The BSI (German Federal Office for Information Security) IT-Grundschutz Compendium defines binding requirements for data backup in building block CON.3. The requirements most relevant for ransomware protection:
BSI has explicitly named the following measures in its ransomware protection recommendations:
Offline backups: Backup copies that are not reachable via the network
Regular recovery tests: Demonstrate that a restore actually works
Separate administrator accounts: Do not manage backup systems with production credentials
Network segmentation: Operate backup infrastructure in dedicated VLANs
These recommendations align with the air-gap architecture: physical isolation, separate credentials, demonstrated recoverability.
BSI IT-Grundschutz
The BSI IT-Grundschutz is a framework developed by the German Federal Office for Information Security (BSI) with standardized security requirements for IT systems — for KRITIS operators, NIS2-affected organizations and public authorities, it is the central reference for demonstrable IT security measures.

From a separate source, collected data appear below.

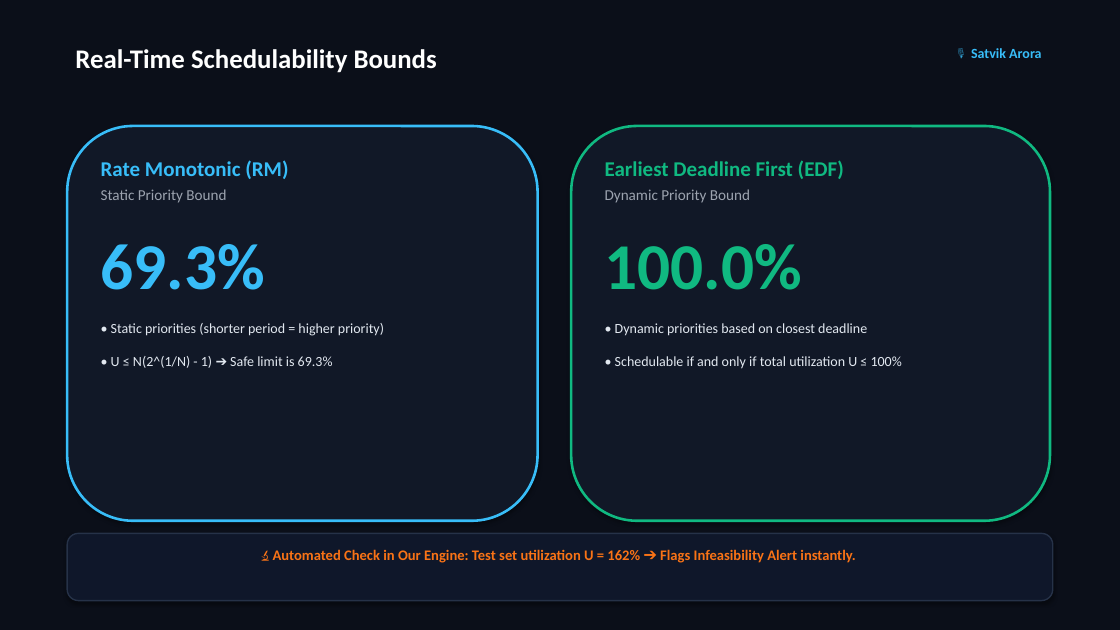
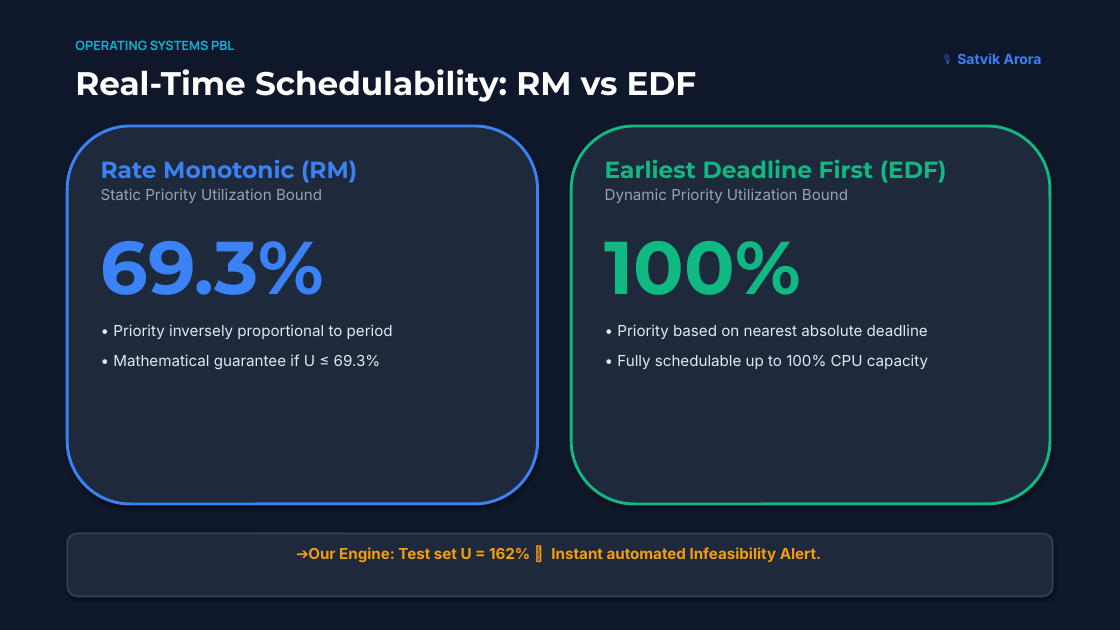
Before and after one commit to SPARSHsrihero1/OS-PBL-CPU-Scheduler, a slide deck: slide 7 of OS_PBL_Presentation_Deck.pptx. Drawn at 1120x630 pixels with LibreOffice and Linux fonts; fonts in the diff are those of the drawing. Boxes give left, top, right and bottom in pixels: in the first picture for what was removed or moved away, otherwise in the second. Text is boxed around its words. In the diff, an @@ line names an element or a change of style, - is before the commit and + after.

Commit message:
Apple Keynote style redesign: max 3 bullets, giant numbers, 85% screenshot area, aggressive whitespace

```diff
--- a/OS_PBL_Presentation_Deck.pptx
+++ b/OS_PBL_Presentation_Deck.pptx
@@ rectangle at box(0, 0, 1120, 630): fill #0B0F19 to #0F172A @@
@@ text added at box(75, 40, 234, 50), 11 pt, text #06B6D4, bold @@
+OPERATING SYSTEMS PBL
@@ text "🎙️ Satvik Arora" at box(957, 53, 1042, 64): font Calibri to Inter, text colour #38BDF8 to #3B82F6 @@
@@ text at box(75, 69, 697, 102): text changed; size 23 to 28 pt; font Calibri to Montserrat @@
-Real-Time Schedulability Bounds
+Real-Time Schedulability: RM vs EDF
@@ rounded rectangle: place and size @@
-rounded rectangle at box(67, 126, 538, 521)
+rounded rectangle at box(67, 126, 538, 504)
@@ rounded rectangle at box(67, 126, 538, 504): fill #111827 to #1E293B; outline #38BDF8 2.2 pt to #3B82F6 2.5 pt @@
@@ rounded rectangle: place and size @@
-rounded rectangle at box(571, 126, 1050, 521)
+rounded rectangle at box(571, 126, 1050, 504)
@@ rounded rectangle at box(571, 126, 1050, 504): fill #111827 to #1E293B; outline #10B981 2.2 pt to #10B981 2.5 pt @@
@@ text at box(101, 159, 357, 295): size 18 to 20 pt in "Rate Monotonic (RM)"; font Calibri to Montserrat, text colour #38BDF8 to #3B82F6 in "Rate Monotonic (RM)", "69.3%"; size 56 to 64 pt in "69.3%"; less space between paragraphs @@
@@ text at box(605, 159, 947, 183): size 18 to 20 pt, font Calibri to Montserrat in "Earliest Deadline First (EDF)"; less space between paragraphs @@
@@ text at box(101, 189, 322, 203): text changed; font Calibri to Inter; text colour #9CA3AF to #94A3B8 @@
-Static Priority Bound
+Static Priority Utilization Bound
@@ text at box(605, 189, 928, 369): text changed; size 12 to 13 pt; font Calibri to Inter @@
-Dynamic Priority Bound
-100.0%
-• Dynamic priorities based on closest deadline
-• Schedulable if and only if total utilization U ≤ 100%
+Dynamic Priority Utilization Bound
+100%
+• Priority based on nearest absolute deadline
+• Fully schedulable up to 100% CPU capacity
@@ text at box(113, 324, 393, 370): text changed; size 12 to 13 pt; font Calibri to Inter @@
-• Static priorities (shorter period = higher priority)
-• U ≤ N(2^(1/N) - 1) ➔ Safe limit is 69.3%
+• Priority inversely proportional to period
+• Mathematical guarantee if U ≤ 69.3%
@@ rounded rectangle: place and size @@
-rounded rectangle at box(67, 534, 1053, 601)
+rounded rectangle at box(67, 534, 1053, 597)
@@ rounded rectangle at box(67, 534, 1053, 597): fill #0F172A to #1E293B; outline #263248 1.2 pt to #334155 1.5 pt @@
@@ text at box(308, 547, 821, 563): text changed; size 12.5 to 13 pt; font Calibri to Inter; text colour #F97316 to #F59E0B @@
-🔬 Automated Check in Our Engine: Test set utilization U = 162% ➔ Flags Infeasibility Alert instantly.
+🔬 Our Engine: Test set U = 162% ➔ Instant automated Infeasibility Alert.
```
Also in this commit, not shown: 7 other slides changed, 2 slides added, 2 slides removed, 1 other file.

6. Critical infrastructure and NIS2: Obligations for affected organizations #
NIS2 Directive: New backup obligations since 2024#
The NIS2 Directive (EU2022⁄2555), transposed through the NIS2 transposition law, obligates essential and important entities to concrete measures in the area of business continuity. §30 BSIG-new requires:
Backup management and recovery: Documented strategies and procedures
Crisis management: Plans for handling ransomware incidents
Supply chain security: Assessment of backup software and hardware vendors
Vulnerability management: Include backup systems in vulnerability management
NIS2 makes a resilient backup architecture a legal obligation. Organizations that cannot demonstrate a functioning backup and recovery strategy risk fines — and in a real incident, personal liability for management.
7. Ransomware recovery: What counts in a real incident #
When ransomware strikes, the first hours determine the damage outcome. The worst-case scenario: you discover that your backups have also been compromised.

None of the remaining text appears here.